> [Assigned task]:
Only one stretch of the records below should be repeated. It starts with the line containing "frame = frame.union(make_rail(side)).union(make_brace(side))" and goes on through the line containing "screw_holes = make_holes(screw_points, screw_hole_diameter)", exactly as written.
──────── Data for review
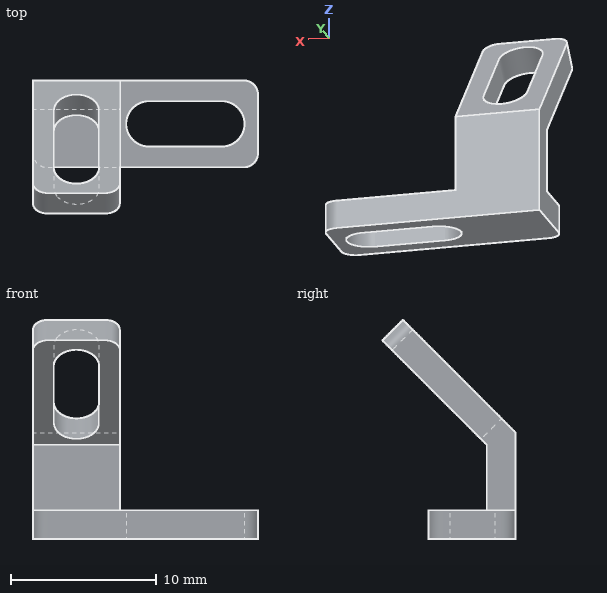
import cadquery as cq
import math

base_length = 15.5
base_depth = 6.0
thickness = 2.0
arm_width = 6.0
inner_bend_height = 6.5
arm_length = 10.97
arm_angle = 45.0
corner_radius = 1.0
slot_width = 3.1
base_slot_length = 8.12
base_slot_margin = 0.95
arm_slot_length = 8.65
arm_slot_margin = 0.93

lean_sin = math.sin(math.radians(arm_angle))
lean_cos = math.cos(math.radians(arm_angle))
outer_bend_height = inner_bend_height + thickness * math.tan(math.radians(arm_angle / 2))
outer_tip = (-arm_length * lean_sin, outer_bend_height + arm_length * lean_cos)
inner_tip = (outer_tip[0] - thickness * lean_cos, outer_tip[1] - thickness * lean_sin)


def make_base():
    """Flat foot with a lengthwise slot; its back left corner stays square under the upright."""
    plate = cq.Workplane("XY").box(base_length, base_depth, thickness, centered=False)
    plate = plate.translate((0, -base_depth, 0))
    plate = plate.edges("|Z and (>X or <Y)").fillet(corner_radius)
    slot_center = base_length - base_slot_margin - base_slot_length / 2
    slot = (
        cq.Workplane("XY")
        .center(slot_center, -base_depth / 2)
        .slot2D(base_slot_length, slot_width)
        .extrude(thickness)
    )
    return plate.cut(slot)


def make_arm():
    """Upright bent forward into a leaning arm with a rounded tip and a slot."""
    profile = [
        (0, 0),
        (0, outer_bend_height),
        outer_tip,
        inner_tip,
        (-thickness, inner_bend_height),
        (-thickness, 0),
    ]
    arm = cq.Workplane("YZ").polyline(profile).close().extrude(arm_width)

    outer_face = cq.Plane(
        origin=(arm_width / 2, 0, outer_bend_height),
        xDir=(0, -lean_sin, lean_cos),
        normal=(0, lean_cos, lean_sin),
    )
    tip_direction = cq.Vector(0, -lean_sin, lean_cos)
    arm = arm.faces(cq.DirectionMinMaxSelector(tip_direction)).edges("not |X").fillet(corner_radius)
    slot_center = arm_length - arm_slot_margin - arm_slot_length / 2
    slot = (
        cq.Workplane(outer_face)
        .center(slot_center, 0)
        .slot2D(arm_slot_length, slot_width)
        .extrude(-thickness)
    )
    return arm.cut(slot)


result = make_base().union(make_arm())
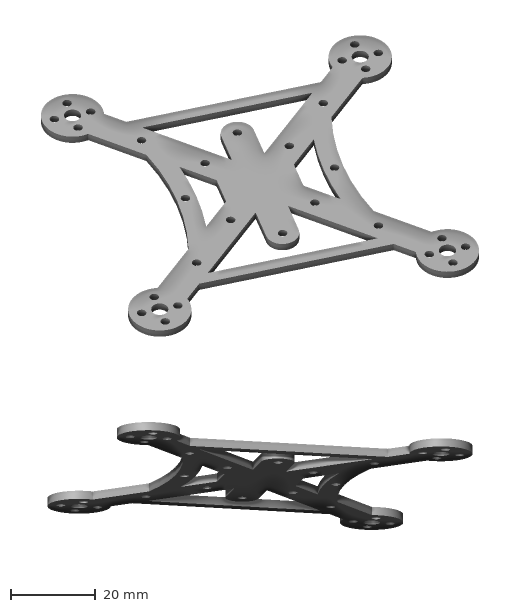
import cadquery as cq
import math

overall = 86.0
thickness = 2.0

pad_diameter = 15.0
arm_width = 8.0
shaft_hole_diameter = 4.0
screw_hole_diameter = 2.2
pad_screw_offset = 4.5

outer_arm_hole = 22.4
inner_arm_hole = 10.4
center_hole_offset = 18.4

plate_side = 19.1
tongue_length = 44.4
rail_outer_x = 29.65
rail_width = 3.0

brace_inner_y = 15.7
brace_outer_y = 20.55
brace_outer_radius = 65.3

pad_center = (overall - pad_diameter) / 2
arm_half_width_on_axis = arm_width / math.sqrt(2)
brace_arc_center_y = brace_outer_y + brace_outer_radius
brace_inner_radius = brace_arc_center_y - brace_inner_y

SIGNS = (-1, 1)


def square_corners(offset):
    return [(sx * offset, sy * offset) for sx in SIGNS for sy in SIGNS]


def make_arms():
    """Two crossing diagonal bars that end at the pad centres."""
    length = 2 * math.sqrt(2) * pad_center
    bar = cq.Workplane("XY").rect(length, arm_width).extrude(thickness)
    rising = bar.rotate((0, 0, 0), (0, 0, 1), 45)
    falling = bar.rotate((0, 0, 0), (0, 0, 1), -45)
    return rising.union(falling)


def make_pads():
    return (
        cq.Workplane("XY")
        .pushPoints(square_corners(pad_center))
        .circle(pad_diameter / 2)
        .extrude(thickness)
    )


def make_center():
    """Square plate with a round-ended tongue running through it along X."""
    plate = cq.Workplane("XY").rect(plate_side, plate_side).extrude(thickness)
    tongue = cq.Workplane("XY").slot2D(tongue_length, arm_width).extrude(thickness)
    return plate.union(tongue)


def make_rail(side):
    """Straight side rail whose ends follow the outer edges of the arms."""
    outer_x = side * rail_outer_x
    inner_x = side * (rail_outer_x - rail_width)
    outer_y = rail_outer_x - arm_half_width_on_axis
    inner_y = outer_y - rail_width
    outline = [(outer_x, -outer_y), (outer_x, outer_y), (inner_x, inner_y), (inner_x, -inner_y)]
    return cq.Workplane("XY").polyline(outline).close().extrude(thickness)


def arc_height(radius, x):
    """Y of a brace edge at the given X."""
    return brace_arc_center_y - math.sqrt(radius**2 - x**2)


def edge_crossing(radius):
    """X where a brace edge meets the arm centreline, y = x."""
    half_sum = brace_arc_center_y / 2
    return half_sum - math.sqrt(radius**2 / 2 - half_sum**2)


def make_brace(side):
    """Curved band between two arms, bowed toward the frame centre."""
    outer_x = edge_crossing(brace_outer_radius)
    inner_x = edge_crossing(brace_inner_radius)
    outer_y = side * arc_height(brace_outer_radius, outer_x)
    inner_y = side * arc_height(brace_inner_radius, inner_x)
    return (
        cq.Workplane("XY")
        .moveTo(-outer_x, outer_y)
        .threePointArc((0, side * brace_outer_y), (outer_x, outer_y))
        .lineTo(inner_x, inner_y)
        .threePointArc((0, side * brace_inner_y), (-inner_x, inner_y))
        .close()
        .extrude(thickness)
    )


def make_holes(points, diameter):
    return cq.Workplane("XY").pushPoints(points).circle(diameter / 2).extrude(thickness)


def axis_points(offset, center=(0, 0)):
    """Four points around a centre, one on each side along X and Y."""
    cx, cy = center
    along_x = [(cx + sign * offset, cy) for sign in SIGNS]
    along_y = [(cx, cy + sign * offset) for sign in SIGNS]
    return along_x + along_y


frame = make_arms().union(make_pads()).union(make_center())
for side in SIGNS:
    frame = frame.union(make_rail(side)).union(make_brace(side))

screw_points = square_corners(outer_arm_hole) + square_corners(inner_arm_hole)
screw_points += axis_points(center_hole_offset)
for pad in square_corners(pad_center):
    screw_points += axis_points(pad_screw_offset, pad)

screw_holes = make_holes(screw_points, screw_hole_diameter)
shaft_holes = make_holes(square_corners(pad_center), shaft_hole_diameter)
result = frame.cut(screw_holes).cut(shaft_holes)
────────────────
> [Answer box]:
    frame = frame.union(make_rail(side)).union(make_brace(side))

screw_points = square_corners(outer_arm_hole) + square_corners(inner_arm_hole)
screw_points += axis_points(center_hole_offset)
for pad in square_corners(pad_center):
    screw_points += axis_points(pad_screw_offset, pad)

screw_holes = make_holes(screw_points, screw_hole_diameter)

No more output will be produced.